Fleetwood Oliver, Kasimova Marina A, Westerlund Annie M, Delemotte Lucie
Science for Life Laboratory, Department of Applied Physics, KTH Royal Institute of Technology, Solna, Sweden.
Science for Life Laboratory, Department of Applied Physics, KTH Royal Institute of Technology, Solna, Sweden.
Biophys J. 2020 Feb 4;118(3):765-780. doi: 10.1016/j.bpj.2019.12.016. Epub 2019 Dec 21.

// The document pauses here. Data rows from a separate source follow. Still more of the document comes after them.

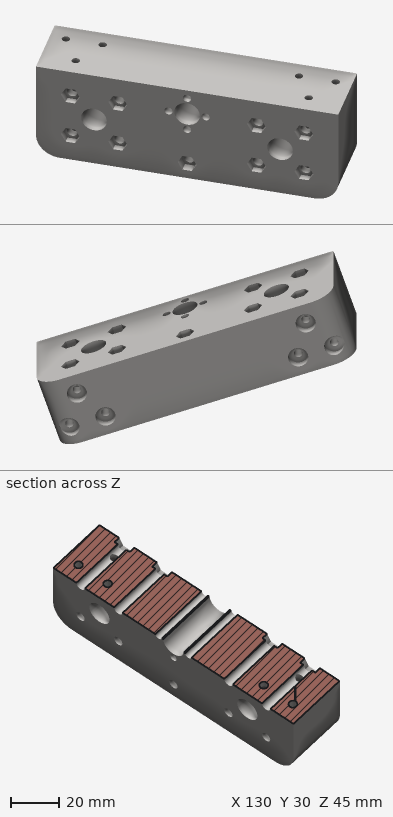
import cadquery as cq

LENGTH = 130.0
DEPTH = 30.0
HEIGHT = 45.0
CORNER_RADIUS = 10.0

BORE_DIAMETER = 11.0
SIDE_BORE_X = 40.0
SIDE_BORE_Z = HEIGHT / 2
BOLT_SQUARE_HALF = 10.2

BOLT_DIAMETER = 4.5
NUT_ACROSS_CORNERS = 8.1
NUT_POCKET_DEPTH = 3.0
LOWER_BOLT_Z = 7.5
LOWER_NUT_POCKET_DEPTH = 4.0

CENTRE_BORE_Z = 33.0
SCREW_DIAMETER = 3.5
SCREW_OFFSET = 8.0

TRIANGLE_CENTRE_X = 50.1
TRIANGLE_HALF_BASE = 7.9
TRIANGLE_FRONT_Y = 8.3
TRIANGLE_REAR_Y = TRIANGLE_FRONT_Y + TRIANGLE_HALF_BASE * 3 ** 0.5
COUNTERBORE_DIAMETER = 8.4
COUNTERBORE_DEPTH = 4.0

SIDES = (-1, 1)


def make_block():
    """Rectangular block with its two lower end corners rounded."""
    block = cq.Workplane("XY").box(LENGTH, DEPTH, HEIGHT, centered=(True, False, False))
    return block.edges("|Y and <Z").fillet(CORNER_RADIUS)


def front_plane():
    """Front face plane with local x along X and local y along Z; negative extrusion cuts inward."""
    return cq.Workplane("XZ")


def cross_holes(points, diameter):
    """Round holes running from the front face to the rear face."""
    return front_plane().pushPoints(points).circle(diameter / 2).extrude(-DEPTH)


def nut_pockets(points, pocket_depth):
    """Hexagonal pockets sunk into the front face, corners pointing along X."""
    return front_plane().pushPoints(points).polygon(6, NUT_ACROSS_CORNERS).extrude(-pocket_depth)


def side_bolt_points():
    """Corners of the bolt squares around the two side bores."""
    return [
        (side * SIDE_BORE_X + dx * BOLT_SQUARE_HALF, SIDE_BORE_Z + dz * BOLT_SQUARE_HALF)
        for side in SIDES
        for dx in SIDES
        for dz in SIDES
    ]


def centre_screw_points():
    """Four points above, below and beside the central bore."""
    return [
        (SCREW_OFFSET, CENTRE_BORE_Z),
        (-SCREW_OFFSET, CENTRE_BORE_Z),
        (0, CENTRE_BORE_Z + SCREW_OFFSET),
        (0, CENTRE_BORE_Z - SCREW_OFFSET),
    ]


def triangle_points():
    """Vertical screw positions: one in front and two behind at each end."""
    points = []
    for side in SIDES:
        centre_x = side * TRIANGLE_CENTRE_X
        points.append((centre_x, TRIANGLE_FRONT_Y))
        points.append((centre_x - TRIANGLE_HALF_BASE, TRIANGLE_REAR_Y))
        points.append((centre_x + TRIANGLE_HALF_BASE, TRIANGLE_REAR_Y))
    return points


def vertical_holes(diameter, height):
    """Round vertical holes rising from the underside to the given height."""
    return cq.Workplane("XY").pushPoints(triangle_points()).circle(diameter / 2).extrude(height)


bore_points = [(side * SIDE_BORE_X, SIDE_BORE_Z) for side in SIDES]
bore_points.append((0, CENTRE_BORE_Z))
lower_bolt_points = [(0, LOWER_BOLT_Z)]

result = (
    make_block()
    .cut(cross_holes(bore_points, BORE_DIAMETER))
    .cut(cross_holes(centre_screw_points(), SCREW_DIAMETER))
    .cut(cross_holes(side_bolt_points() + lower_bolt_points, BOLT_DIAMETER))
    .cut(nut_pockets(side_bolt_points(), NUT_POCKET_DEPTH))
    .cut(nut_pockets(lower_bolt_points, LOWER_NUT_POCKET_DEPTH))
    .cut(vertical_holes(SCREW_DIAMETER, HEIGHT))
    .cut(vertical_holes(COUNTERBORE_DIAMETER, COUNTERBORE_DEPTH))
)

Biomolecular simulations are intrinsically high dimensional and generate noisy data sets of ever-increasing size. Extracting important features from the data is crucial for understanding the biophysical properties of molecular processes, but remains a big challenge. Machine learning (ML) provides powerful dimensionality reduction tools. However, such methods are often criticized as resembling black boxes with limited human-interpretable insight. We use methods from supervised and unsupervised ML to efficiently create interpretable maps of important features from molecular simulations. We benchmark the performance of several methods, including neural networks, random forests, and principal component analysis, using a toy model with properties reminiscent of macromolecular behavior. We then analyze three diverse biological processes: conformational changes within the soluble protein calmodulin, ligand binding to a G protein-coupled receptor, and activation of an ion channel voltage-sensor domain, unraveling features critical for signal transduction, ligand binding, and voltage sensing. This work demonstrates the usefulness of ML in understanding biomolecular states and demystifying complex simulations.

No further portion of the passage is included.